I viewed the organization as a big software puzzle, which I know is laughably simplistic, but that’s how I viewed it. And so, every time there was an error, we’d put a process in place to make sure that error didn’t happen. And, indeed, generally that particular error didn’t happen. But what I missed were the cultural effects of that year after year. And the cultural effect was that the people who prospered were the people who could develop and follow process well. That was the value system. If you followed the process well, you were rewarded in all kinds of ways. Over time it slowly drove out the creative mavericks who didn’t really want to deal with all that crap. The subtle thing is in the short term the business ran better, not worse, because it was very highly optimized. There was no negative feedback about it.

 

Then the market shifted. In that case, it was C++ to Java, but the details don’t really matter. And we were unable to adapt. We ended up buying a bunch of companies to have new products for our sales force because we weren’t coming up with them ourselves. To do more acquisitions, it gets more complex because you’ve got this other company full of process, and eventually, we drowned.

4 Comments

  1. I think the manufacturing-driven management philosophies like Six Sigma, Lean, and Kaizen have their place. Once you commit to making a thing, continuous improvement and optimization will be needed to refine the original idea. Newer philosophies like Agile just take that idea and makes it more meta by dealing with whether the particular thing is the best thing to make in the first place. Quartz had a great article discussing the rise and fall of Six Sigma that touches on why it resonated so strongly with people in the U.S. https://qz.com/work/1635960/whatever-happened-to-six-sigma/

    • Yeah definitely.

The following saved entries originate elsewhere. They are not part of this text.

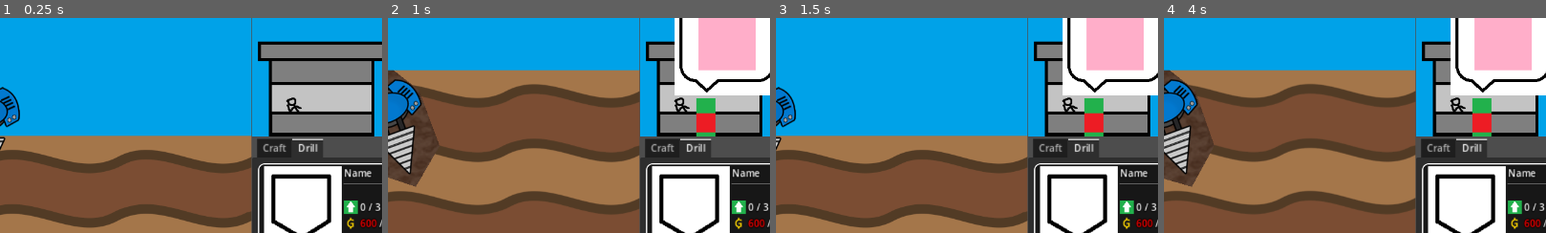
Above: before the commit, frames 1-4 (left to right).
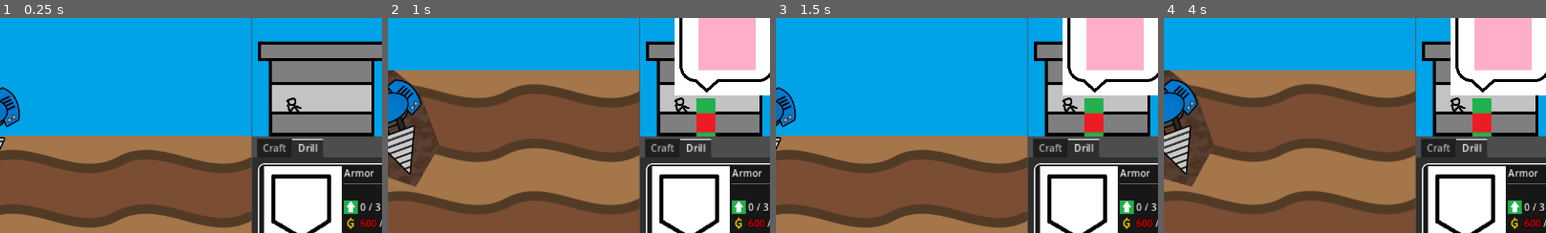
Above: after the commit, the same moments.

Repository: aNotSoCleverName/mechanicore
Game: Godot game, scene res://Main.tscn
Two runs of this game, one before a commit and one after it. Both use one fixed random seed, a clock stepped at 60 frames per second and the inputs below.
Inputs:
- Up to frame 1 (0.25 s): no input
- Up to frame 2 (1 s): tap Enter (ui_accept) at 0.5, 0.77 s; hold Right (ui_right) from 0.53 s (still down); tap R at 0.6 s
- Up to frame 3 (1.5 s): release Right (ui_right) at 1.28 s; hold Left (ui_left) from 1.28 s (still down); tap R at 1.35 s
- Up to frame 4 (4 s): tap Enter (ui_accept) at 1.52, 3.5, 3.77 s; release Left (ui_left) at 2.03 s; hold Right (ui_right) 2.03-2.75 s; tap R at 2.1, 3.6 s; click "Decline" at 2.75 s; hold Right (ui_right) from 3.53 s (still down)
The pictures show only the part of the screen within x 37-87%, y 8-58%; the shares and areas given below are measured in that part.

The runs differ from the first frame. In frame 1, 0.2% of the frame differs, in the area x 90-98%, y 70-75%; in frame 2, 0.2%; in frame 3, 0.2%; in frame 4, 0.2%.

Commit message:
Implemented armor system and upgrade drill armor

Diff:
--- a/Base/Base.tscn
+++ b/Base/Base.tscn
@@ -15,7 +15,7 @@
 [ext_resource type="Script" path="res://Base/Shop/Reputation.gd" id="6_jwxte"]
 [ext_resource type="Texture2D" uid="uid://ues24mh5krya" path="res://Base/Shop/Reputation.png" id="7_6bvwc"]
 [ext_resource type="PackedScene" uid="uid://ca7dxk7h7lqt" path="res://Base/Menu/Drill/Drill Upgrade Node/Drill Upgrade Node.tscn" id="15_1nhla"]
-[ext_resource type="Resource" uid="uid://6vfi5b45quru" path="res://Base/Menu/Drill/Resource/Drill Upgrade.tres" id="16_qfilx"]
+[ext_resource type="Resource" uid="uid://bphf43yah6k8p" path="res://Base/Menu/Drill/Resource/Max Armor.tres" id="16_3qowb"]
 
 [sub_resource type="Resource" id="Resource_hecib"]
 script = ExtResource("2_36thw")
@@ -217,7 +217,7 @@
 
 [node name="DrillUpgrade" parent="Menu/Drill/MarginContainer/ScrollContainer/MarginContainer" instance=ExtResource("15_1nhla")]
 layout_mode = 2
-drillUpgrade = ExtResource("16_qfilx")
+drillUpgrade = ExtResource("16_3qowb")
 
 [connection signal="tree_entered" from="." to="." method="_on_tree_entered"]
 [connection signal="tree_entered" from="Shop/Shop/Top Bar/HBoxContainer/Money/Label" to="Shop/Shop/Top Bar/HBoxContainer/Money/Label" method="_on_tree_entered"]
--- a/Base/Menu/Drill/Drill Upgrade Node/Drill Upgrade Node.gd
+++ b/Base/Menu/Drill/Drill Upgrade Node/Drill Upgrade Node.gd
@@ -1,5 +1,7 @@
 extends PanelContainer
 class_name DrillUpgradeNode
+
+static var _drill: Drill;
 
 @export var drillUpgrade: DrillUpgrade;
 
@@ -28,9 +30,16 @@
 		"drillUpgrade must not be null"
 	);
 	assert(
+		self.drillUpgrade.statChange.size() == self.drillUpgrade.maxLevel,
+		"drillUpgrade.statChange size must be equal to max level"
+	);
+	assert(
 		self.drillUpgrade.prices.size() == self.drillUpgrade.maxLevel,
 		"drillUpgrade.prices size must be equal to max level"
 	);
+
+	if (DrillUpgradeNode._drill == null):
+		DrillUpgradeNode._drill = get_tree().root.find_child("Drill", true);
 
 	self.nameLabel.text = self.drillUpgrade.name;
 	self.price = self.drillUpgrade.prices[0];
@@ -44,11 +53,10 @@
 
 func _on_upgrade_button_pressed():
 	var currentPrice: int = self.price;
+	var currentLevel: int = self.drillUpgrade.level;
 
 	self.drillUpgrade.level += 1;
 	self.levelLabel.text = str(self.drillUpgrade.level);
-
-	#TODO: Call upgrade function
 
 	if (self.drillUpgrade.level >= self.drillUpgrade.maxLevel):
 		self.priceLabel.visible = false;
@@ -57,4 +65,4 @@
 		self.price = self.drillUpgrade.prices[self.drillUpgrade.level];
 		self.priceLabel.text = str(self.price);
 
-	SignalBus_Base.upgrade_drill.emit(currentPrice);
+	SignalBus_Base.upgrade_drill.emit(currentPrice, self.drillUpgrade.stats, self.drillUpgrade.statChange[currentLevel]);
--- a/Base/Menu/Drill/Drill Upgrade Node/Drill Upgrade Node.tscn
+++ b/Base/Menu/Drill/Drill Upgrade Node/Drill Upgrade Node.tscn
@@ -108,6 +108,7 @@
 
 [node name="Upgrade Button" type="TextureButton" parent="MarginContainer/HBoxContainer/Upgrade"]
 layout_mode = 2
+focus_mode = 0
 mouse_default_cursor_shape = 8
 disabled = true
 texture_normal = ExtResource("3_f02wx")
--- a/Base/Menu/Drill/Drill Upgrade.gd
+++ b/Base/Menu/Drill/Drill Upgrade.gd
@@ -1,5 +1,7 @@
 extends Resource
 class_name DrillUpgrade
+
+@export var stats: UpgradeComponentContainer.EStatsKeys;
 
 @export var icon: Texture2D;
 @export var name: String = "Name";
@@ -7,4 +9,6 @@
 var level: int = 0;
 @export var maxLevel: int = 3;
 
-@export var prices: Array[int] = [0, 0, 0]; # Size must be = maxLevel
+@export var statChange: Array[float] = [0, 0, 0];	# Size must be = maxLevel
+
+@export var prices: Array[int] = [0, 0, 0];	# Size must be = maxLevel
--- a/Base/Menu/Drill/Resource/Drill Upgrade.tres
+++ /dev/null
@@ -1,11 +0,0 @@
-[gd_resource type="Resource" script_class="DrillUpgrade" load_steps=3 format=3 uid="uid://6vfi5b45quru"]
-
-[ext_resource type="Texture2D" uid="uid://ijln68w0typ1" path="res://Base/Menu/Drill/Drill Upgrade Node/Upgrade - Placeholder.png" id="1_nloc6"]
-[ext_resource type="Script" path="res://Base/Menu/Drill/Drill Upgrade.gd" id="2_44140"]
-
-[resource]
-script = ExtResource("2_44140")
-icon = ExtResource("1_nloc6")
-name = "Name"
-maxLevel = 3
-prices = Array[int]([600, 200, 300])
--- /dev/null
+++ b/Base/Menu/Drill/Resource/Max Armor.tres
@@ -0,0 +1,13 @@
+[gd_resource type="Resource" script_class="DrillUpgrade" load_steps=3 format=3 uid="uid://bphf43yah6k8p"]
+
+[ext_resource type="Texture2D" uid="uid://ijln68w0typ1" path="res://Base/Menu/Drill/Drill Upgrade Node/Upgrade - Placeholder.png" id="1_8dtqk"]
+[ext_resource type="Script" path="res://Base/Menu/Drill/Drill Upgrade.gd" id="2_38521"]
+
+[resource]
+script = ExtResource("2_38521")
+stats = 0
+icon = ExtResource("1_8dtqk")
+name = "Armor"
+maxLevel = 2
+statChange = Array[float]([1.0, 1.0])
+prices = Array[int]([600, 200])
--- a/Endless Run/Bomb/Bomb.gd
+++ b/Endless Run/Bomb/Bomb.gd
@@ -10,6 +10,11 @@
 
 	self.get_parent().call_deferred("remove_child", self);
 	BombManager.addToPool(self);
+
+	SignalBus_EndlessRun.bomb_explode.emit();
+
+	if (drill.armor >= 0):
+		return;
 
 	var oreTypes: Array[Ore.EOreType] = [];		# This will be used when randomizing which ores are lost
 	var totalOres: int = 0;
--- a/Endless Run/Drill/Drill.gd
+++ b/Endless Run/Drill/Drill.gd
@@ -3,6 +3,14 @@
 
 const START_SPEED: float = 500;
 const MAX_MIN_SPEED: float = 1200;	# Maximum value of min speed. As drill gets deeper, min speed increases, but it will never be higher than this value.
+
+@onready var upgradeComponentContainer: UpgradeComponentContainer = $"Upgrade Component Container";
+var armor: int = 0:
+	get:
+		return armor;
+	set(inValue):
+		armor = inValue;
+		SignalBus_EndlessRun.update_drill_armor.emit(self);
 
 #region Properties
 var _isDocked: bool = true:
@@ -20,6 +28,7 @@
 
 		SignalBus_EndlessRun.drill_change_dock.emit(_isDocked, self);
 		if (_isDocked):
+			self.armor = self.upgradeComponentContainer._stats[UpgradeComponentContainer.EStatsKeys.maxArmor];
 			self._speed = 0;
 			self._directionDeg = SignalBus_EndlessRun.EDrillDirection.DOCKED;
 			$AnimatedSprite2D.stop();
@@ -106,6 +115,11 @@
 			self.inventory[inOre.oreType] += 1;
 	)
 
+	SignalBus_EndlessRun.bomb_explode.connect(
+		func ():
+			self.armor -= 1;
+	)
+
 func _physics_process(_delta) -> void:
 	move_and_slide();
 
--- a/Endless Run/Drill/Drill.tscn
+++ b/Endless Run/Drill/Drill.tscn
@@ -1,10 +1,11 @@
-[gd_scene load_steps=7 format=3 uid="uid://6hg1syki30xs"]
+[gd_scene load_steps=8 format=3 uid="uid://6hg1syki30xs"]
 
 [ext_resource type="Script" path="res://Endless Run/Drill/Drill.gd" id="1_ycj8x"]
 [ext_resource type="Texture2D" uid="uid://b2b8bsgeo78gj" path="res://Endless Run/Drill/Drill[2].png" id="2_4x1dp"]
 [ext_resource type="Texture2D" uid="uid://k8vxo846yxm4" path="res://Endless Run/Drill/Drill[1].png" id="3_gu84l"]
 [ext_resource type="Script" path="res://Endless Run/Drill/Update Drill Pos.gd" id="4_1chj6"]
 [ext_resource type="Script" path="res://Endless Run/Drill/Lock Dir Change.gd" id="4_oym0k"]
+[ext_resource type="Script" path="res://Endless Run/Drill/Upgrade Components.gd" id="6_7oxkb"]
 
 [sub_resource type="SpriteFrames" id="SpriteFrames_pegmy"]
 animations = [{
@@ -42,5 +43,8 @@
 wait_time = 0.1
 script = ExtResource("4_oym0k")
 
+[node name="Upgrade Component Container" type="Node2D" parent="."]
+script = ExtResource("6_7oxkb")
+
 [connection signal="tree_entered" from="." to="." method="_on_tree_entered"]
 [connection signal="timeout" from="Lock Dir Change Timer" to="Lock Dir Change Timer" method="_timeout"]
--- /dev/null
+++ b/Endless Run/Drill/Upgrade Components.gd
@@ -0,0 +1,29 @@
+extends Node2D
+class_name UpgradeComponentContainer
+
+var _drill: Drill;
+
+#region Stats
+enum EStatsKeys
+{
+	maxArmor,
+}
+var _stats: Dictionary = {
+	EStatsKeys.maxArmor: 0,
+}
+func _updateStats(inKey: EStatsKeys, inValue: float):
+	self._stats[inKey] = inValue;
+
+	match (inKey):
+		EStatsKeys.maxArmor:
+			if (self._drill._isDocked):
+				self._drill.armor = int(inValue);
+#endregion
+
+func _ready():
+	self._drill = self.get_parent();
+
+	SignalBus_Base.upgrade_drill.connect(
+		func (_inPrice: int, inStatsKey: EStatsKeys, inStatsChange: float):
+			self._updateStats(inStatsKey, self._stats[inStatsKey] + inStatsChange);
+	)
--- /dev/null
+++ b/Endless Run/Top Bar/Armors.gd
@@ -0,0 +1,23 @@
+extends HBoxContainer
+
+var _armorPool: Array[TextureRect] = [];
+
+func _ready():
+	SignalBus_EndlessRun.update_drill_armor.connect(
+		func (inDrill: Drill):
+			while (self.get_child_count() < inDrill.armor):
+				var armor: TextureRect = self._armorPool.pop_back();
+				if (armor == null):
+					armor = TextureRect.new();
+					armor.texture = preload("res://Base/Menu/Drill/Drill Upgrade Node/Armor.png");
+					armor.expand_mode = TextureRect.EXPAND_FIT_WIDTH;
+
+				self.add_child(armor);
+
+			if (inDrill.armor < 0):
+				return;
+			while (self.get_child_count() > inDrill.armor):
+				var armor: TextureRect = self.get_child(0);
+				self.remove_child(armor);
+				self._armorPool.append(armor)
+	)
--- a/Endless Run/Top Bar/Top Bar.tscn
+++ b/Endless Run/Top Bar/Top Bar.tscn
@@ -1,8 +1,9 @@
-[gd_scene load_steps=4 format=3 uid="uid://dllakqtlni1xh"]
+[gd_scene load_steps=5 format=3 uid="uid://dllakqtlni1xh"]
 
 [ext_resource type="Script" path="res://Endless Run/Top Bar/Depth Meter.gd" id="1_a2sm2"]
 [ext_resource type="LabelSettings" uid="uid://ij0ls7r7u6aq" path="res://Simple Label.tres" id="1_u3b54"]
 [ext_resource type="PackedScene" uid="uid://qe41hew0ptdg" path="res://Endless Run/Top Bar/Ore Inventory.tscn" id="2_i2tk7"]
+[ext_resource type="Script" path="res://Endless Run/Top Bar/Armors.gd" id="4_xdlb0"]
 
 [node name="Top Bar" type="MarginContainer"]
 anchors_preset = 10
@@ -16,35 +17,43 @@
 theme_override_constants/margin_right = 5
 theme_override_constants/margin_bottom = 5
 
-[node name="HBoxContainer" type="HBoxContainer" parent="."]
+[node name="VBoxContainer" type="VBoxContainer" parent="."]
+layout_mode = 2
+
+[node name="HBoxContainer" type="HBoxContainer" parent="VBoxContainer"]
 layout_mode = 2
 size_flags_horizontal = 3
 size_flags_vertical = 0
 
-[node name="Depth Meter" type="Label" parent="HBoxContainer"]
+[node name="Depth Meter" type="Label" parent="VBoxContainer/HBoxContainer"]
 layout_mode = 2
 size_flags_horizontal = 3
 text = "Depth: 0.00m"
 label_settings = ExtResource("1_u3b54")
 script = ExtResource("1_a2sm2")
 
-[node name="Drill Inventory" type="HBoxContainer" parent="HBoxContainer"]
+[node name="Drill Inventory" type="HBoxContainer" parent="VBoxContainer/HBoxContainer"]
 layout_mode = 2
 
-[node name="Label" type="Label" parent="HBoxContainer/Drill Inventory"]
+[node name="Label" type="Label" parent="VBoxContainer/HBoxContainer/Drill Inventory"]
 layout_mode = 2
 text = "Drill Inventory:"
 label_settings = ExtResource("1_u3b54")
 
-[node name="Ore Inventory" parent="HBoxContainer/Drill Inventory" instance=ExtResource("2_i2tk7")]
+[node name="Ore Inventory" parent="VBoxContainer/HBoxContainer/Drill Inventory" instance=ExtResource("2_i2tk7")]
 layout_mode = 2
 
-[node name="Ore Inventory2" parent="HBoxContainer/Drill Inventory" instance=ExtResource("2_i2tk7")]
+[node name="Ore Inventory2" parent="VBoxContainer/HBoxContainer/Drill Inventory" instance=ExtResource("2_i2tk7")]
 layout_mode = 2
 oreType = 2
 
-[node name="Ore Inventory3" parent="HBoxContainer/Drill Inventory" instance=ExtResource("2_i2tk7")]
+[node name="Ore Inventory3" parent="VBoxContainer/HBoxContainer/Drill Inventory" instance=ExtResource("2_i2tk7")]
 layout_mode = 2
 oreType = 3
 
-[connection signal="tree_entered" from="HBoxContainer/Depth Meter" to="HBoxContainer/Depth Meter" method="_on_tree_entered"]
+[node name="Armors" type="HBoxContainer" parent="VBoxContainer"]
+custom_minimum_size = Vector2(0, 23)
+layout_mode = 2
+script = ExtResource("4_xdlb0")
+
+[connection signal="tree_entered" from="VBoxContainer/HBoxContainer/Depth Meter" to="VBoxContainer/HBoxContainer/Depth Meter" method="_on_tree_entered"]
--- a/Global Script/Signal Bus - Base.gd
+++ b/Global Script/Signal Bus - Base.gd
@@ -24,7 +24,7 @@
 signal shop_queue_empty();
 
 @warning_ignore("unused_signal")
-signal upgrade_drill(inPrice: int);
+signal upgrade_drill(inPrice: int, inStatsKey: UpgradeComponentContainer.EStatsKeys, inStatsChange: float);
 
 @warning_ignore("unused_signal")
 signal game_over();
--- a/Global Script/Signal Bus - Endless Run.gd
+++ b/Global Script/Signal Bus - Endless Run.gd
@@ -17,6 +17,12 @@
 signal drill_explode(inLostInventory: Dictionary);
 
 @warning_ignore("unused_signal")
+signal update_drill_armor(inDrill: Drill);
+
+@warning_ignore("unused_signal")
 signal ore_place(inOrePlaceHolder: OrePlaceholder);
 @warning_ignore("unused_signal")
 signal ore_pick(inOre: Ore);
+
+@warning_ignore("unused_signal")
+signal bomb_explode();
Binary file added: Base/Menu/Drill/Drill Upgrade Node/Armor.png
Not shown, added: Base/Menu/Drill/Drill Upgrade Node/Armor.png.import

I guess from a DoD-wide acquisition perspective, it should be an innovation culture with pockets of manufacturing cultures where it makes sense, such as in O&S and FRP. Currently, DoD has a manufacturing culture with small pockets of innovation cultures, such as at DARPA or DIU. Never have a one-size fits all, but I think innovation culture is directionally correct — especially if you think about 50 or 100 years into the future.

  2. It’s not either or but a balance. Take Ericsson it was founded in 1876 as a manufacturing company which included manufacturing telephones. In 1994 it invented the first version of Bluetooth – it owns the majority of patents. Today it has evolved to “Tech is at the heart of everything we do” with a portfolio that 5 corporate business units one of which is Networks which includes hardware and separate from these is Future Technologies. It takes a spectrum of talent – conservative, innovative and entrepreneurial. 

    • Yeah, I guess I correlate that with organizational types. There should be various strong organizations which should pursue a culture that works for their mission. Like Apple’s spare no expense culture compared to Amazon’s frugal culture, where one is in design and the other retail/logistics.